DOI: 10.7717/peerjcs.2218/table-4

The following conclusions can be drawn: firstly, on the Type I test set, ESR-GAN achieved the second-best PSNR result, as the training process involved bicubic degradation, but the network failed to suppress artifacts generated by adversarial training effectively. Secondly, on the Types II and III test sets, the RealSR performed better than the ESR-GAN overall due to the integration of real image degradation information. Finally, on the Type IV test set, all algorithms showed significant degradation in performance. Still, the proposed EGAN algorithm, benefiting from the research’s advanced methods and degradation networks, achieved the best results across all types of test sets. Furthermore, the proposed algorithm progressed in various evaluation metrics compared to the baseline DBSR-GAN algorithm on both datasets and different degradation types. For instance, in the Type IV test set, there was only a 0.066 in SSIM, a 1.372 dB in PSNRi improvements, and a 12% decrease in RMSE. These experimental results validated the effectiveness and superiority of the proposed EGAN algorithm for remote-sensing image datasets.

The Bicubic algorithm showed high objective metrics but exhibited poor subjective visual quality with blurry texture details (Fig. 3). Therefore, it was not considered as the optimal result in the comparative analysis. Figure 3 provides a visual comparison of different algorithms, indicating that the conventional Bicubic approach fails to generate additional details, the ESR-GAN tends to introduce excessive artifacts, the RealSR fails to eliminate degradation, and the DBSR-GAN does not sufficiently restore natural texture. In contrast, the proposed EGAN algorithm can effectively reconstruct the edge information of the image.
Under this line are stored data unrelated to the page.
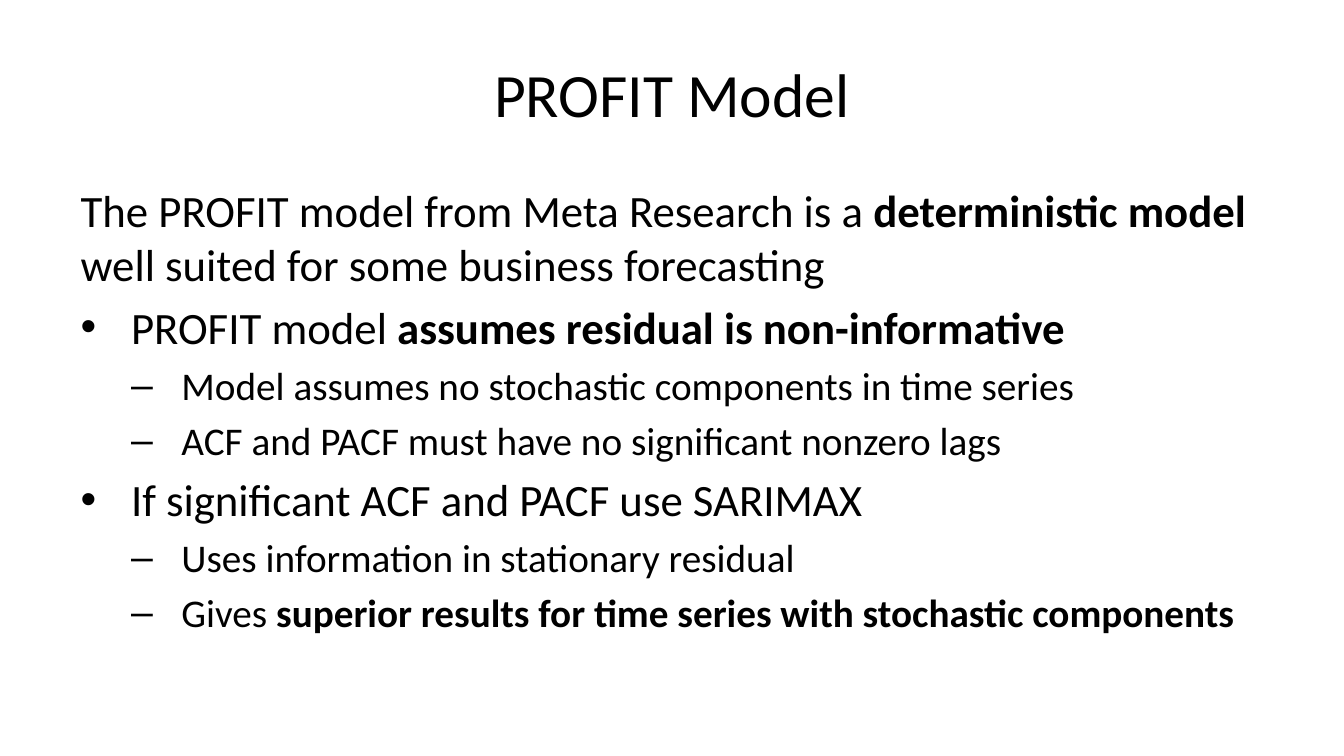
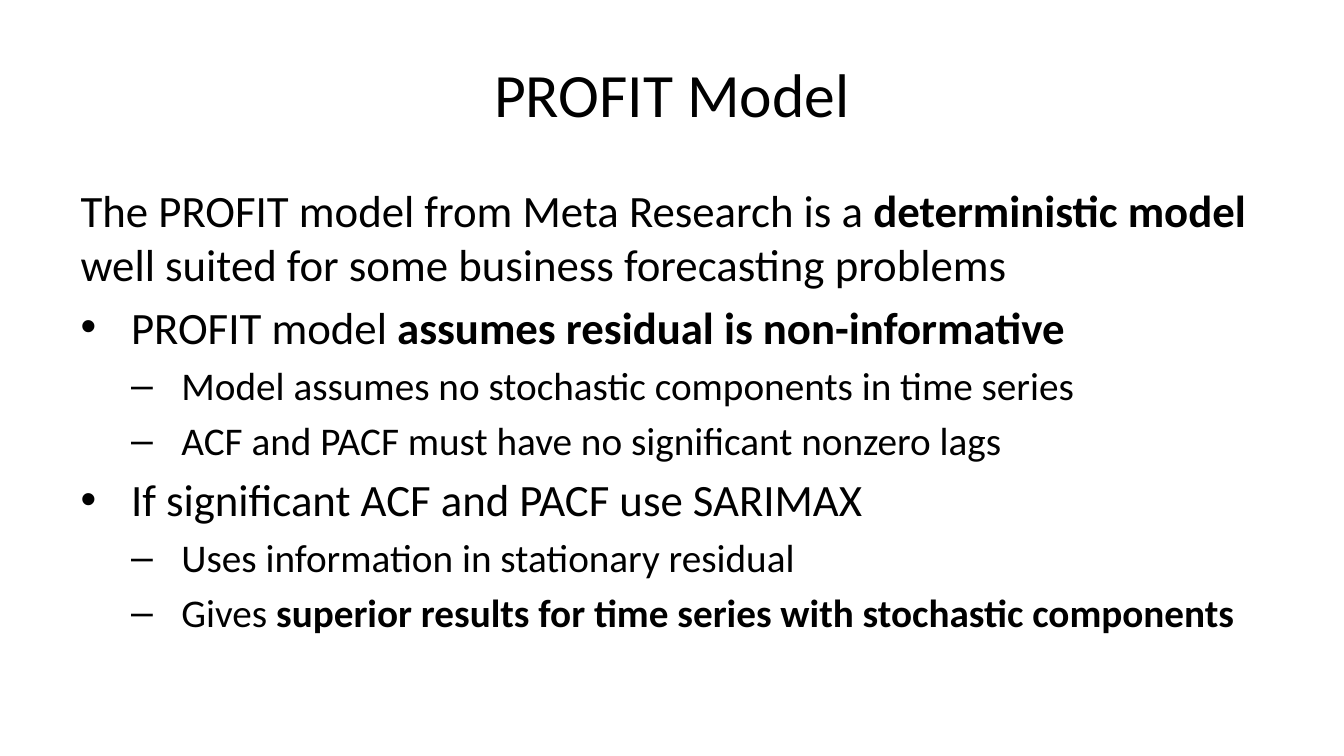
Before and after one commit to StephenElston/CSCI-E-83, a slide deck: slide 54 of LectureSlides/12_IntroductionToTimeSeriesForecasting.pptx. Drawn at 1344x756 pixels with LibreOffice and Linux fonts; fonts in the diff are those of the drawing. Boxes give left, top, right and bottom in pixels: in the first picture for what was removed or moved away, otherwise in the second. Text is boxed around its words. In the diff, an @@ line names an element or a change of style, - is before the commit and + after.

Commit message:
Corrections and updates to time series forecast slides

```diff
--- a/LectureSlides/12_IntroductionToTimeSeriesForecasting.pptx
+++ b/LectureSlides/12_IntroductionToTimeSeriesForecasting.pptx
@@ text at (x1=81, y1=195, x2=1246, y2=289): text changed @@
-The PROFIT model from Meta Research is a deterministic model well suited for some business forecasting
+The PROFIT model from Meta Research is a deterministic model well suited for some business forecasting problems
```
Also in this commit, not shown: 5 slides removed.
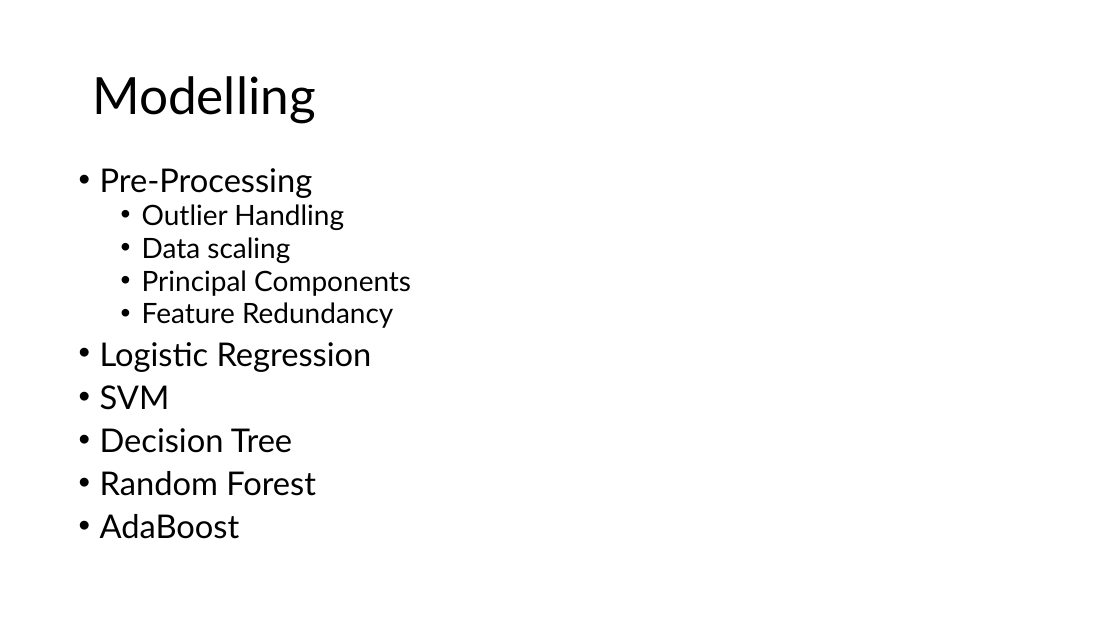
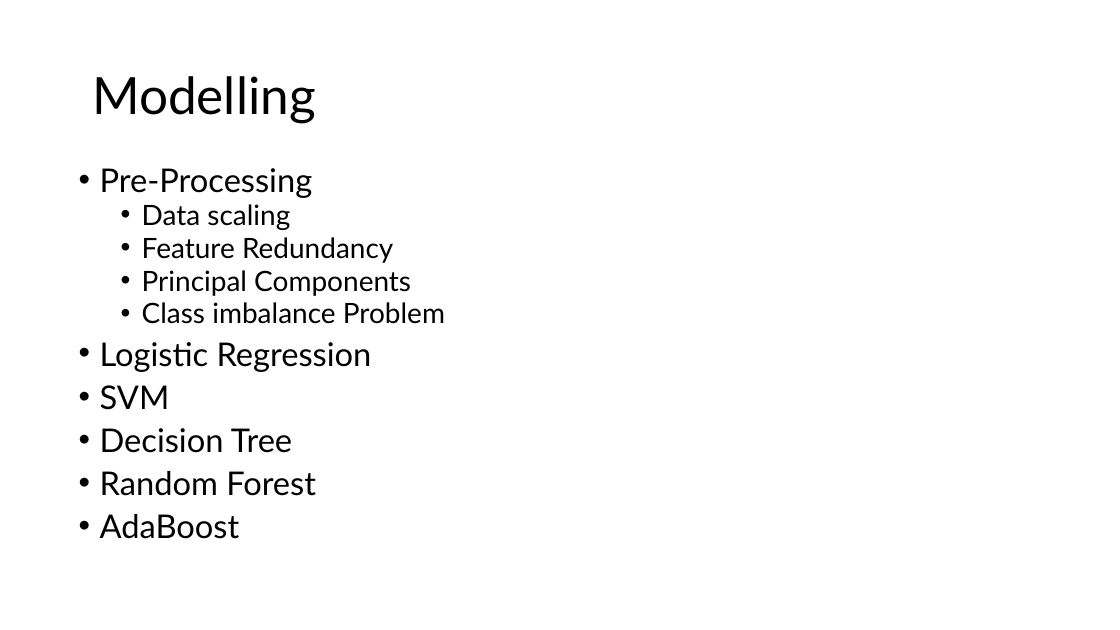
Before and after one commit to yusiGM/StrykerAI2024, a slide deck: slide 31 of SubmissionResources/StrykerSubmissionppt.pptx (slide 11 before the commit). Drawn at 1120x630 pixels with LibreOffice and Linux fonts; fonts in the diff are those of the drawing. Boxes give left, top, right and bottom in pixels: in the first picture for what was removed or moved away, otherwise in the second. Text is boxed around its words. In the diff, an @@ line names an element or a change of style, - is before the commit and + after.

```diff
--- a/SubmissionResources/StrykerSubmissionppt.pptx
+++ b/SubmissionResources/StrykerSubmissionppt.pptx
@@ text at bbox=[142, 204, 344, 230]: paragraph removed @@
-  • Outlier Handling
@@ text at bbox=[142, 237, 393, 263]: paragraph added @@
+  • Feature Redundancy
@@ text at bbox=[142, 302, 445, 324]: text changed @@
-  • Feature Redundancy
+  • Class imbalance Problem
```
Also in this commit, not shown: 8 other slides changed, 30 slides added, 2 slides removed.

Figure 3: Visual effect comparison for Type III.

Download full-size image

DOI: 10.7717/peerjcs.2218/fig-3

Identification of Super-resolution Remote Sensing Images by Artifacts based on Nonlocal Modules

The available super-resolution algorithms for remote sensing images have limitations in considering global spatial connectivity and texture refinement. Additionally, GAN training is known to be unstable and can easily introduce artifacts. To address these issues, the article proposes a novel algorithm called END-GAN, which is an improved form of the EGAN algorithm to achieve super-resolution in remote sensing images. To enhance the feature extraction stage of the algorithm, two nonlocal modules are introduced that effectively combine wide-area and remote image information during the training process. By incorporating the nonlocal modules, the proposed algorithm can capture global spatial connectivity and refine texture details, improving performance in reconstructing high-resolution images. Furthermore, the proposed algorithm employs an artifact discriminant learning method, which enables the algorithm to retain true details while suppressing artifacts. Hence, this further enhances the algorithm’s capability to generate high-quality outcomes with artifact-free images.

ENDGAN algorithm

Nonlocal module

Convolution operations typically process a local neighborhood one at a time, which can lead to limitations in capturing global dependencies. To overcome this, some algorithms have been developed based on nonlocal mean filtering (Buades, Coll & Morel, 2005), which searches for similar pixels globally across the entire LR image. These methods calculate weighted scores for all pixels in the image, allowing distant pixels to simultaneously contribute to a specific position’s response.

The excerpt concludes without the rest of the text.